Vitamin E in prevention against hepatocellular carcinoma: right type, right dose and right population

Globally, cancer has surpassed cardiovascular disease as the leading cause of death. In 2008, more than 7.5 million deaths are attributable to malignant diseases worldwide (1). To the general public, cancer prevention has always been a topic of concern, and strategies such as dietary modification or the intake of health supplements have been thoroughly investigated in the past. Amongst all the natural health supplements, vitamin E is probably the most intensively studied cancer preventive agent because of its renowned anti-oxidant property. Vitamin E consists of a group of fat-soluble compounds including the tocopherols and tocotrienols. Because vitamin E cannot be synthesized in the body, human has to rely on dietary sources of vitamin E. Tocopherols are the major source of vitamin E in the diet. Structurally, the tocopherol family consists of four structurally related compounds namely α-, β-, γ-, and δ-tocopherols. α-tocopherol is most well studied subtype because of its preferential secretion by the liver and higher plasma concentration in the body.

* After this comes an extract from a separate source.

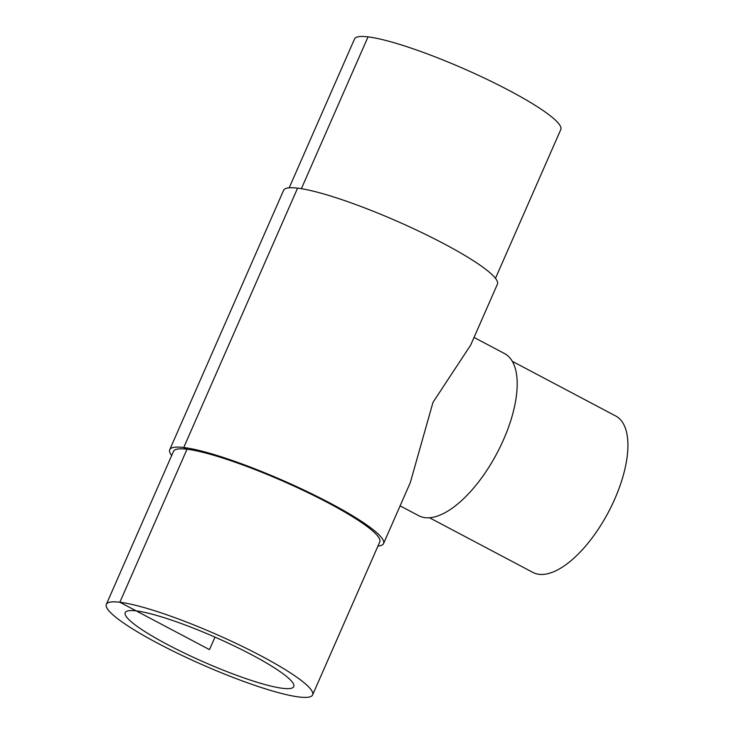 <?xml version="1.0" encoding="UTF-8"?>
<svg xmlns="http://www.w3.org/2000/svg" width="734" height="734" viewBox="0 0 734 734"><rect width="100%" height="100%" fill="white"/><g stroke="black" fill="none" stroke-linecap="round" stroke-linejoin="round"><path stroke-width="1.1" d="M136.24 610.899A92.044 13.652 23.7 0 1 233.889 645.81A92.044 13.652 23.7 0 1 293.765 686.611A92.044 13.652 23.7 0 1 203.997 662.114A92.044 13.652 23.7 0 1 125.211 612.624A92.044 13.652 23.7 0 1 136.24 610.899M474.036 337.447L504.487 353.54A91.722 39.957 117.9 0 1 496.946 453.3A91.722 39.957 117.9 0 1 418.756 515.718L400.103 505.854M377.955 546.068A116.761 17.313 -156.3 0 0 383.561 543.555L410.297 482.633L432.968 402.388L470.668 345.099L497.413 284.186A116.761 17.313 -156.3 0 0 421.454 232.421A116.761 17.313 -156.3 0 0 297.591 188.143A116.761 17.313 -156.3 0 0 283.59 190.326L169.737 449.694A116.761 17.313 -156.3 0 0 171.673 455.52M512.259 361.293L615.661 415.958A88.502 38.553 117.9 0 1 608.385 512.213A88.502 38.553 117.9 0 1 532.939 572.437L429.537 517.773M495.468 278.36L560.794 129.533A112.641 16.708 -156.3 0 0 487.523 79.602A112.641 16.708 -156.3 0 0 368.028 36.874A112.641 16.708 -156.3 0 0 354.522 38.985L289.196 187.812M383.561 543.555A116.761 17.313 -156.3 0 0 307.601 491.789A116.761 17.313 -156.3 0 0 183.739 447.511A116.761 17.313 -156.3 0 0 169.737 449.694M312.62 694.896L379.781 541.894A112.641 16.708 -156.3 0 0 306.509 491.964A112.641 16.708 -156.3 0 0 187.014 449.236A112.641 16.708 -156.3 0 0 173.508 451.346L106.347 604.348A112.641 16.708 -156.3 0 0 202.767 664.912A112.641 16.708 -156.3 0 0 312.62 694.896A112.641 16.708 -156.3 0 0 239.348 644.957A112.641 16.708 -156.3 0 0 119.853 602.238A112.641 16.708 -156.3 0 0 106.347 604.348M368.028 36.874L301.39 188.684M297.591 188.143L183.739 447.511L187.014 449.236L119.853 602.238L209.484 649.618L214.97 637.121"/></g></svg>

The epidemiological link between vitamin E and cancer risk remains a controversial issue. Inconsistent results have been reported by various case-control and cohort studies. For lung cancers, there have been at least three cohort studies and four case-control studies evaluating the association between vitamin E and the risk of lung cancer (reviewed in reference 2). Five of these studies have demonstrated that dietary vitamin E intake or serum tocopherol levels were associated with a reduced risk of lung cancer, especially in light smokers. Out of the eight cohort or case-control studies that have been performed on the risk of colorectal cancer, only four studies have demonstrated a protective effect of vitamin E (2). For prostate cancer, more than twenty studies have been conducted to date, and ten of them were considered positive trials (2). Similar inconsistencies are observed in studies on the prevention of breast cancer, with less than half of the fifteen case-control studies suggesting that vitamin E could lower the risk of breast cancer (2). In China, hepatocellular carcinoma (HCC) is one of the most alarming medical problems with an annual incidence and mortality of 39,000 and 32,000 cases, respectively (3). The total caseload of HCC in China accounts for half of the global burden of HCC (4). The association between vitamin E and HCC has been poorly understood. There have been only two reported case-control studies which evaluated the effect of protective micronutrients against HCC, but these studies did not show that vitamin E could protect against HCC (5,6).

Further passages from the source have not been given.